Ia mengatakan, selama ini SPN bersama SP-SBI, SPD dan Federasi Mitakikef Sarbumusi berupaya menjaga fokus perjuangan agar tetap berada pada koridor hukum dan tidak bergeser menjadi konflik kepentingan antar pihak.
Menurut dia, PKB merupakan hasil perundingan panjang yang melibatkan pekerja dan perusahaan. Karena itu, keberadaannya harus dihormati sebagai pedoman dalam hubungan kerja hingga terdapat kesepakatan baru yang menggantikannya.

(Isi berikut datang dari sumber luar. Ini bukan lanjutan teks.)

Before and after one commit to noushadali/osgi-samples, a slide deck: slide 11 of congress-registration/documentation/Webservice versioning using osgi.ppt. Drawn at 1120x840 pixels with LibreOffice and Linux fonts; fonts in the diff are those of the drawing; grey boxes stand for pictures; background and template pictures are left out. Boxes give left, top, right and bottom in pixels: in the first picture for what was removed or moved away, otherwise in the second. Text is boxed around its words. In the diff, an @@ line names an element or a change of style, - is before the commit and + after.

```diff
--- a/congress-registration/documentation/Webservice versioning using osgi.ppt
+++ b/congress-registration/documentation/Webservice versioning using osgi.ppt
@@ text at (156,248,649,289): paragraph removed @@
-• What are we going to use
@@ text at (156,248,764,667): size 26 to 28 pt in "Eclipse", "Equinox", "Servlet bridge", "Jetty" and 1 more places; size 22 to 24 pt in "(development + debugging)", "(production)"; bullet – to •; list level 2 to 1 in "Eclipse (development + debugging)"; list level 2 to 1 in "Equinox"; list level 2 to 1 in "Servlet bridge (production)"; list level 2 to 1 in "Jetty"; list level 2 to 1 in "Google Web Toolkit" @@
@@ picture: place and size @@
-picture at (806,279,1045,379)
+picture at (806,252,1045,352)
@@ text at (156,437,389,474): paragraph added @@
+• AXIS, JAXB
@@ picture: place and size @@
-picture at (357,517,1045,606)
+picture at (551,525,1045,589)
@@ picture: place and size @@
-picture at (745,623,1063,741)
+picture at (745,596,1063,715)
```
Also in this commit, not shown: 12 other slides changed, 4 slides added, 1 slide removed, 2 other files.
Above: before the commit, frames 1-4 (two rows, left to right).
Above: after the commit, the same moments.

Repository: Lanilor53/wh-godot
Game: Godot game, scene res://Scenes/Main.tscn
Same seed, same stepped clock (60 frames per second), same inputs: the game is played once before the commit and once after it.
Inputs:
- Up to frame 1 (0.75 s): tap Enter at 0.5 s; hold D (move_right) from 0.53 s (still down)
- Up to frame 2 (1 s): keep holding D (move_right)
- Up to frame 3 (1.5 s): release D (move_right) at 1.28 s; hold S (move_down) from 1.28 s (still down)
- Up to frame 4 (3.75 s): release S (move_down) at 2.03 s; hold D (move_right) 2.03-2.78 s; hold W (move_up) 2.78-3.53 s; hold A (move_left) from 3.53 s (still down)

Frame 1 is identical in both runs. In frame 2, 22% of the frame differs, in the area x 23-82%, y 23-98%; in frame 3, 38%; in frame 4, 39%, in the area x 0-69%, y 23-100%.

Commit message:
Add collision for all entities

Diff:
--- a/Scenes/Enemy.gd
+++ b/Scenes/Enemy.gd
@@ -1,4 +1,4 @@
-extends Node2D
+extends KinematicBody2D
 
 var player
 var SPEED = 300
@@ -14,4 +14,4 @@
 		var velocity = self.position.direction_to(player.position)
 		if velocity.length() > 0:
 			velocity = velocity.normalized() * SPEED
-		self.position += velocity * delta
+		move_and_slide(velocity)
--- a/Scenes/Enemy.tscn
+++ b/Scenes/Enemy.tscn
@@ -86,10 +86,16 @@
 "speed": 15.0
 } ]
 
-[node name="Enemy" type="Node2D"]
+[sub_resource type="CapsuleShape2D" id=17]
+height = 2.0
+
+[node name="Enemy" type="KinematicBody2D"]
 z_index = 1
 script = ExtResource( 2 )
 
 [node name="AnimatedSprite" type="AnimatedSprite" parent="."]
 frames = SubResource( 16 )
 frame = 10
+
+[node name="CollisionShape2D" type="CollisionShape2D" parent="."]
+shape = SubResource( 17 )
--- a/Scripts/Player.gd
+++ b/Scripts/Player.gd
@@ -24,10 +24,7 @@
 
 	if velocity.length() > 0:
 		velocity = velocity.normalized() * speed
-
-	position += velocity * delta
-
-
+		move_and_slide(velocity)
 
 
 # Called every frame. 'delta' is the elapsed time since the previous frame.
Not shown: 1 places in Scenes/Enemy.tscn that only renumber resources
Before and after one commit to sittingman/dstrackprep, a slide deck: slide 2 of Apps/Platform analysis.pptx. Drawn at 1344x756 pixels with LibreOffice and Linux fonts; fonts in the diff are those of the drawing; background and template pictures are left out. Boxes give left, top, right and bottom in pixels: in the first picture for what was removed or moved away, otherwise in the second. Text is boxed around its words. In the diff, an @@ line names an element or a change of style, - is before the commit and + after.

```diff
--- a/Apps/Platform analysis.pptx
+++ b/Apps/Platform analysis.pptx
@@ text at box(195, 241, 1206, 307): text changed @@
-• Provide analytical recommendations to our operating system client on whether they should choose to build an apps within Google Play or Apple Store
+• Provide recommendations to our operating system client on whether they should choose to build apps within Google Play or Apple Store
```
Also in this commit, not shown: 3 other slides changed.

Suyanto menilai fakta-fakta yang terungkap dalam persidangan menjadi penting karena memberikan gambaran mengenai akar persoalan yang selama ini dipersoalkan serikat pekerja. Persoalan tersebut tidak hanya berkaitan dengan hak-hak pekerja, tetapi juga menyangkut kepastian pelaksanaan kesepakatan yang telah disetujui bersama.
“Ketika sebuah kesepakatan sudah dibuat, maka yang harus dijaga adalah komitmen untuk melaksanakannya. Itu prinsip dasar yang ingin kami perjuangkan,” ujarnya.
Ia menjelaskan, sebelum sengketa dibawa ke ranah hukum, berbagai upaya komunikasi dan dialog telah dilakukan dengan manajemen perusahaan maupun pihak terkait lainnya. Namun, perbedaan pandangan yang terjadi belum menemukan titik temu sehingga jalur hukum dipilih sebagai mekanisme penyelesaian.
Meski demikian, Suyanto menegaskan serikat pekerja tetap membuka ruang dialog selama proses hukum berlangsung. Menurutnya, penyelesaian hubungan industrial yang ideal tetap harus mengedepankan musyawarah dan saling menghormati.
Ia juga mengingatkan seluruh pekerja agar tidak melihat perkara yang sedang berjalan sebagai pertarungan antara pekerja dan perusahaan. Sebaliknya, proses tersebut harus dipandang sebagai upaya mencari kepastian hukum demi menciptakan hubungan industrial yang lebih sehat ke depan.
“Perusahaan dan pekerja sejatinya adalah mitra. Karena itu, yang sedang kami perjuangkan adalah kepastian terhadap aturan main yang telah disepakati bersama,” katanya.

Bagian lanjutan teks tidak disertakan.